# Us unedjumicated farmers and the media



## swmnhay (Jun 13, 2008)

Sharing this from FB its a good read.

https://lifeonthissideofthefence.wordpress.com/2016/11/10/far-from-uneducated/


----------



## CowboyRam (Dec 13, 2015)

I know several carpenters that are very good at what they do; they don't have a college education, but it took them years to perfect their trade. I don't see many Doctors or Lawyers that can build a house, but they can charge top dollar for what they do because of that college education, but don't want to pay a carpenter that took years to learn a skill, to perfect it. In my year of working in the construction industry Doctors, Lawyers, Teachers, and Policemen are the worst to work for. They all seem to think they are better than the rest of us working stiffs.


----------



## BWfarms (Aug 3, 2015)

I think my Facebook feed is worse now than before the election. The crybabies have picked up the bashing that the Trump supporters have ceased.

Mostly I hear about how the people that voted for Trump are uneducated and vile morons. That educated people voted for Clinton and they were America's Champions. Plus how the need to abolish electoral college because it's unfair. Really not unfair considering only 5 presidencies were won without the popular vote. Observation I made is most of America does not like California. They slid in legalizing marijuana, ok that's fine go toke one. Another change was eliminating high capacity mags, permit to purchase ammunition and it's illegal to own previously legally purchased high capacity magazines.

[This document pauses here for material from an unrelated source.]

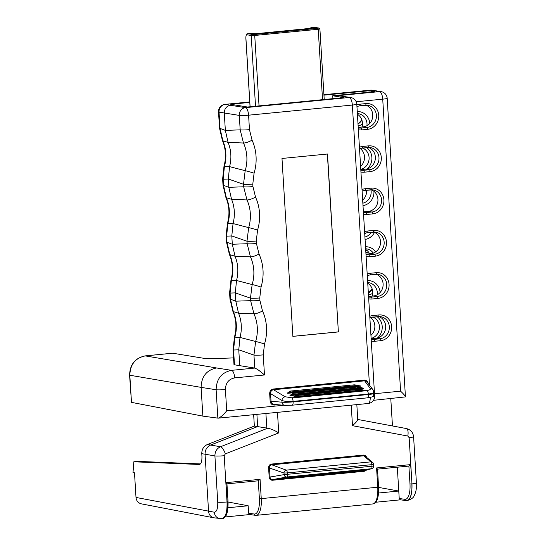 <?xml version="1.0" encoding="UTF-8"?>
<svg xmlns="http://www.w3.org/2000/svg" width="546" height="546" viewBox="0 0 546 546"><rect width="100%" height="100%" fill="white"/><g stroke="black" fill="none" stroke-linecap="round" stroke-linejoin="round"><path stroke-width="0.82" d="M227.996 507.739L248.171 505.767L228.064 502.013M248.171 505.767L248.628 513.233L254.245 514.025A16.469 6.095 -95.6 0 0 259.384 498.662L258.292 480.808M361.124 470.741L292.799 477.682L289.769 477.061L294.499 477.231M291.83 476.863L289.769 477.061M291.311 476.678L295.058 477.197L292.049 476.576L295.161 476.911L361.452 470.427L364.544 469.492L292.049 476.576M358.79 471.232L290.52 478.166L287.489 477.545L292.219 477.716M289.551 477.347L287.489 477.545M377.491 469.15L376.576 467.942L410.667 464.612L411.971 483.886A7.159 0.648 -3.5 0 0 416.421 483.019C416.769 487.892 416.032 492.096 414.209 495.632C413.615 497.713 411.22 499.365 407.043 500.593C410.626 499.385 412.264 493.823 411.971 483.886L409.138 437.639L407.807 436.042A7.159 2.73 -79.4 0 0 406.436 428.562L357.739 419.458L392.458 425.948L390.786 398.621M200.437 463.957L137.961 461.39L133.825 461.793L133.012 472.57L134.5 472.822L136.002 497.447L214.305 512.209C216.748 511.909 217.895 508.565 217.745 502.177L214.912 455.93L205.064 454.204L208.565 511.425C208.975 514.864 210.736 516.994 213.855 517.813L222.167 518.666A17.902 6.627 -95.6 0 0 227.156 501.958L225.976 482.664L260.067 479.333L258.354 480.801L226.952 483.858L258.354 480.801M141.298 503.835C138.179 503.016 136.418 500.887 136.002 497.447M400.491 499.822L375.703 502.245M225.109 516.966L249.891 514.544M378.596 493.011L398.764 491.038L397.311 467.212L399.222 498.512L404.845 499.303A16.469 6.095 -95.6 0 0 409.985 483.94L408.893 466.079L377.545 469.137L408.886 466.072M378.665 487.414L398.764 491.038M370.946 335.34A11.166 10.326 -80.7 0 1 370.939 335.34A11.166 10.326 99.3 0 0 370.591 317.595M372.311 296.069A11.166 10.326 99.3 0 0 367.751 283.272M369.574 253.815A11.166 10.326 99.3 0 0 365.69 249.467M364.735 233.934A11.166 10.326 99.3 0 0 365.704 232.965M362.667 200.129A11.166 10.326 99.3 0 0 366.543 190.206M360.599 166.325A11.166 10.326 99.3 0 0 360.183 148.526M361.998 126.979A11.166 10.326 99.3 0 0 357.418 114.251M256.9 414.373L257.644 426.562L210.667 445.01C206.92 446.771 205.05 449.836 205.064 454.204L201.774 453.706L201.924 456.128C202.068 461.097 201.262 463.875 199.495 464.475L133.825 461.793M201.774 453.706C201.761 449.338 203.631 446.273 207.378 444.512L220.523 446.737L267.656 428.228L254.354 426.064L207.378 444.512M253.658 414.687L254.354 426.064M255.665 515.322A1.433 1.324 -82 0 1 255.371 515.315L249.747 514.523L248.628 513.233M406.258 500.6A1.433 1.324 -82 0 1 405.971 500.593L400.348 499.802L399.222 498.512M277.477 412.36L278.733 432.903L225.327 453.883L224.201 455.719L227.034 501.965C227.32 511.902 225.628 517.471 221.963 518.686M278.733 432.903C274.611 430.364 270.925 428.808 267.656 428.228M357.603 419.43C357.93 420.297 356.224 422.386 352.484 425.696L351.228 405.152M410.667 464.612L408.947 466.072M226.897 483.872L225.976 482.664M365.028 469.458L361.336 470.713L295.079 477.197M361.07 470.748L359.091 471.198M365.383 456.347L363.684 455.821L271.785 464.81C270.27 465.096 269.506 466.059 269.485 467.69L270.072 477.177C270.284 478.774 271.157 479.572 272.686 479.579L272.502 480.248C270.598 480.234 269.492 479.217 269.178 477.204L284.104 474.617L284.009 473.013A2.682 2.266 -69.9 0 1 286.302 470.126L370.87 461.861A2.682 2.539 -50 0 1 372.618 462.421L365.431 456.388M360.114 471.034L364.933 470.536M366.523 470.099L364.4 471.259L364.592 470.597L371.294 468.748L286.725 477.02A2.682 2.334 -100.4 0 1 284.104 474.617L372.003 466.25L371.901 464.646L287.332 472.911L287.435 474.515A2.682 0.996 -95.6 0 1 286.725 477.02L272.686 479.579L288.192 478.064M269.178 477.204L268.598 467.717L284.009 473.013L287.332 472.911A2.682 0.996 -95.6 0 0 286.302 470.126L271.785 464.81L271.512 464.066L363.411 455.077L363.684 455.821L370.87 461.861A2.682 0.996 -95.6 0 1 371.901 464.646L373.573 464.318A2.682 2.682 0 0 0 372.263 462.169M137.961 461.39L200.471 463.916M310.503 28.358A0.894 0.887 -56.2 0 1 311.336 27.539L312.148 28.085L311.159 28.296L255.903 33.695L249.577 33.579M247.515 33.756L254.334 34.521L317.84 28.31L318.796 28.037L313.363 27.341M255.528 106.231L251.201 35.538L246.915 34.732A0.894 0.839 -79.3 0 1 247.7 33.763L250.075 33.531A0.894 0.717 -86.6 0 1 250.286 33.545M172.44 353.242A3.583 1.324 84.4 0 1 172.57 353.207A3.583 1.324 84.4 0 1 172.7 353.214L145.304 355.896C135.326 357.951 130.173 364.421 129.832 375.3L131.484 402.368L202.866 416.127L201.105 387.373L129.579 375.198L131.484 402.368M233.572 357.917L213.698 358.599A14.319 1.304 -3.5 0 1 204.409 358.401L172.7 353.214M277.648 404.716L274.406 405.036C271.956 405.016 270.536 403.719 270.134 401.16L269.676 393.666C269.738 391.045 270.939 389.503 273.28 389.025L364.141 380.139C366.298 380.118 367.656 381.245 368.209 383.524M292.868 336.377L281.989 158.463L327.498 154.013L338.377 331.927L292.868 336.377M369.478 385.176L352.347 105.05L248.587 115.192L249.467 129.648L252.061 140.172A44.322 40.977 -80.7 0 1 254.081 173.184L252.798 184.084L252.948 186.582L255.542 197.106A44.322 40.977 -80.7 0 1 257.562 230.112L256.279 241.011L256.436 243.516L259.022 254.033A7.159 1.597 155.6 0 1 250.457 256.873L235.046 256.245A35.797 33.094 -80.7 0 1 236.527 280.494L235.285 292.881L235.79 301.18L238.527 313.179A35.797 33.094 -80.7 0 1 240.015 337.428L255.63 341.489A37.169 34.364 99.3 0 0 253.938 313.807L238.527 313.179L233.326 311.623A7.159 1.549 156.8 0 1 232.876 311.329C236.309 319.608 236.827 328.214 234.432 337.141L233.074 349.809A7.159 0.648 176.5 0 0 233.579 350.013L234.487 364.81L254.75 368.072C256.825 368.755 260.067 371.062 264.476 374.979L234.684 377.893C228.706 379.129 225.614 383.012 225.409 389.537L226.713 410.831L283.497 405.282M255.542 197.106A7.159 1.597 155.6 0 1 246.976 199.945L231.565 199.317A35.797 33.094 -80.7 0 1 233.046 223.567L231.804 235.947L232.309 244.253L235.046 256.245L229.846 254.689A36.302 33.565 -80.7 0 1 231.408 280.221L230.098 293.079L230.473 299.201L233.326 311.623A36.302 33.565 -80.7 0 1 234.889 337.155L240.015 337.428L238.766 349.815L239.735 365.697M249.761 101.986L225.239 104.382L230.467 105.269C226.481 106.088 224.42 108.674 224.283 113.029L225.348 130.385L228.085 142.383L222.884 140.82A36.302 33.565 -80.7 0 1 224.44 166.359L229.566 166.632L228.324 179.02L228.829 187.319L231.565 199.317L226.365 197.754A7.159 1.549 156.8 0 1 225.907 197.468C229.347 205.74 229.866 214.346 227.47 223.28L226.112 235.94A7.159 0.648 176.5 0 0 226.617 236.152L226.993 242.274L229.846 254.689A7.159 1.549 156.8 0 1 229.388 254.395C232.828 262.674 233.347 271.28 230.951 280.214L229.593 292.874A7.159 0.648 176.5 0 0 230.098 293.079L235.285 292.881L250.477 298.157L252.15 284.555A37.169 34.364 99.3 0 0 250.457 256.873L247.147 243.728L246.99 241.223L248.669 227.621A37.169 34.364 99.3 0 0 246.976 199.945L243.666 186.793L243.509 184.289L245.181 170.693A37.169 34.364 99.3 0 0 243.489 143.011L228.085 142.383A35.797 33.094 -80.7 0 1 229.566 166.632L245.181 170.693A7.159 0.389 -163.1 0 1 254.081 173.184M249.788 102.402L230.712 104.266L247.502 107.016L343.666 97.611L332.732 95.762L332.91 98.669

Excerpt from California Proposition 63:

"Proposition 63 would enact a court process that attempts to ensure prohibited individuals do not continue to have firearms. Courts would be required to inform individuals prohibited from owning a firearm that they must turn their firearms over to local law enforcement, sell their firearms to a licensed dealer, or give their firearms to a dealer for storage. Probation officers would check and report on what prohibited individuals did with their firearms."

Yes because criminals follow laws!!! As far as I'm concerned an earthquake needs to bury California into the Pacific Ocean. This is the very reason the Electoral College was formed to prevent egregious control of people who lack sense.

I have some insight about the people without college degrees. Many of them own a business while most of the educated with degrees worked for someone. Let that sink in. Who takes more risk, the farmer or the grocery store manager? How about the millions of college educated that need to call an electrician, plumber or mechanic because all they know how to do is push paper? I don't need to prove that point here because I'm among people that have sense most of the time. Education does not decide a person's capabilities. Apparently degrees blur the graduates ability to discern the value of another person.


----------



## Tim/South (Dec 12, 2011)

80% of college professors are liberal.

I am a college graduate. I had to endure 5 years of liberal nonsense to obtain my degrees.

When the liberal press refers to the Trump supporters as uneducated, they are speaking of a group of people who were not brain washed with social doctrine in order to earn a degree.

Lack of a formal education has nothing to do with a person's IQ. People can become educated outside of the schools of higher learning. The internet has placed a world of knowledge at our finger tips.

The truly uneducated are the masses who follow the hype, who strive to be politically correct. Look at the poor test scores from many of the inner city schools. Those students are being deprived of an education with no chance of a higher education. They will follow blindly with their hand stuck out.

A few decades ago it was the community and local churches that helped the down on their luck. There was also some accountability in that system. The tradition of church and community became a threat to big government.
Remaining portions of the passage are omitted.